→ **WHAT IS NEEDED**: Count every line in the following entries that holds the word "radians". Only the number should be given.

===== RECORDS

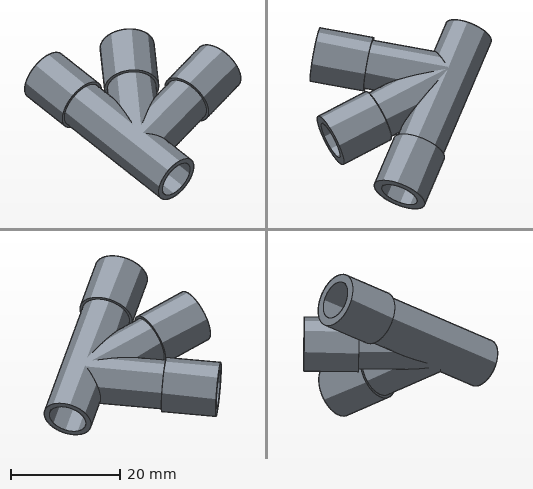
import cadquery as cq
import math

overall_length = 35.0
arm_length = 25.0
socket_length = 10.0
socket_diameter = 10.0
tube_diameter = 9.0
bore_diameter = 7.0

main_angle = 180
branch_angles = [141, 100]

outlet_length = overall_length - arm_length


def cylinder_along(angle, diameter, start, end):
    """Cylinder spanning start to end along a ray from the junction."""
    heading = math.radians(angle)
    direction = cq.Vector(math.cos(heading), math.sin(heading), 0)
    return cq.Workplane(
        cq.Solid.makeCylinder(diameter / 2, end - start, direction * start, direction)
    )


def arm_outside(angle, tube_start):
    """Tube with a thicker socket at its far end."""
    tube = cylinder_along(angle, tube_diameter, tube_start, arm_length)
    socket = cylinder_along(angle, socket_diameter, arm_length - socket_length, arm_length)
    return tube.union(socket)


result = arm_outside(main_angle, -outlet_length)
for branch_angle in branch_angles:
    result = result.union(arm_outside(branch_angle, 0))

result = result.cut(cylinder_along(main_angle, bore_diameter, -outlet_length, arm_length))
for branch_angle in branch_angles:
    result = result.cut(cylinder_along(branch_angle, bore_diameter, 0, arm_length))
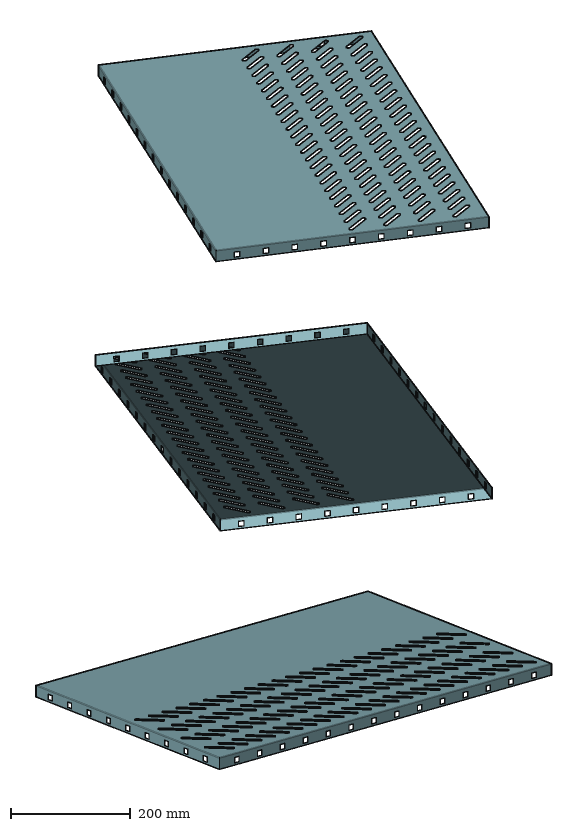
import cadquery as cq

LENGTH = 728.0
WIDTH = 475.0
HEIGHT = 21.0

SHEET = 1.0
BEND_RADIUS = 1.2

HOLE_SIDE = 9.5
HOLE_HEIGHT = 9.0
LONG_WALL_HOLES = 14
SHORT_WALL_HOLES = 9
LONG_WALL_HOLE_SPAN = 651.0
HOLE_PITCH = LONG_WALL_HOLE_SPAN / (LONG_WALL_HOLES - 1)

SLOT_LENGTH = 50.0
SLOT_WIDTH = 7.0
SLOT_ANGLE = -45
SLOT_COLUMNS = 23
SLOT_ROWS = 4
SLOT_COLUMN_SPAN = 661.0
SLOT_COLUMN_PITCH = SLOT_COLUMN_SPAN / (SLOT_COLUMNS - 1)
SLOT_ROW_PITCH = 2 * SLOT_COLUMN_PITCH
SLOT_EDGE_DISTANCE = 39.0


def block_with_rounded_top(length, width, height, radius):
    """Block on Z = 0 with its four top edges rounded."""
    block = cq.Workplane("XY").box(length, width, height, centered=(True, True, False))
    return block.edges(">Z").fillet(radius)


def tray():
    outside = block_with_rounded_top(LENGTH, WIDTH, HEIGHT, BEND_RADIUS)
    inside = block_with_rounded_top(
        LENGTH - 2 * SHEET, WIDTH - 2 * SHEET, HEIGHT - SHEET, BEND_RADIUS - SHEET
    )
    return outside.cut(inside)


def wall_holes(plane, count, span):
    """Centred row of square bars that pass through a pair of opposite walls."""
    return (
        cq.Workplane(plane)
        .center(0, HOLE_HEIGHT)
        .rarray(HOLE_PITCH, 7, count, 1)
        .rect(HOLE_SIDE, HOLE_SIDE)
        .extrude(span, both=True)
    )


def vent_slots():
    rows_depth = (SLOT_ROWS - 1) * SLOT_ROW_PITCH
    field_centre_y = WIDTH / 2 - SLOT_EDGE_DISTANCE - rows_depth / 2
    return (
        cq.Workplane("XY")
        .center(0, field_centre_y)
        .rarray(SLOT_COLUMN_PITCH, SLOT_ROW_PITCH, SLOT_COLUMNS, SLOT_ROWS)
        .slot2D(SLOT_LENGTH, SLOT_WIDTH, SLOT_ANGLE)
        .extrude(HEIGHT)
    )


result = (
    tray()
    .cut(wall_holes("XZ", LONG_WALL_HOLES, WIDTH))
    .cut(wall_holes("YZ", SHORT_WALL_HOLES, LENGTH))
    .cut(vent_slots())
)
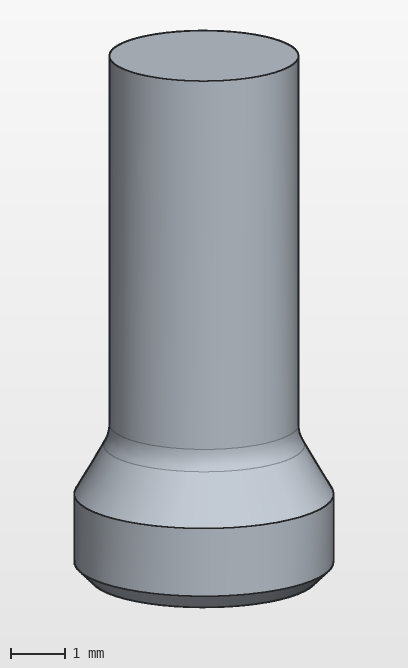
import cadquery as cq
import math

total_height = 10.0
shaft_radius = 1.75
head_radius = 2.4
head_top = 1.6
base_chamfer = 0.3
cone_angle = math.radians(30)
neck_fillet = 0.8

neck_radius = shaft_radius + neck_fillet * (1 - math.cos(cone_angle))
cone_top = head_top + (head_radius - neck_radius) / math.tan(cone_angle)
blend_top = cone_top + neck_fillet * math.sin(cone_angle)
half_angle = cone_angle / 2
blend_middle = (
    shaft_radius + neck_fillet * (1 - math.cos(half_angle)),
    blend_top - neck_fillet * math.sin(half_angle),
)

profile = (
    cq.Workplane("XZ")
    .lineTo(head_radius - base_chamfer, 0)
    .lineTo(head_radius, base_chamfer)
    .lineTo(head_radius, head_top)
    .lineTo(neck_radius, cone_top)
    .threePointArc(blend_middle, (shaft_radius, blend_top))
    .lineTo(shaft_radius, total_height)
    .lineTo(0, total_height)
    .close()
)
result = profile.revolve(360, (0, 0, 0), (0, 1, 0))

==========

→ **REPLY**: 2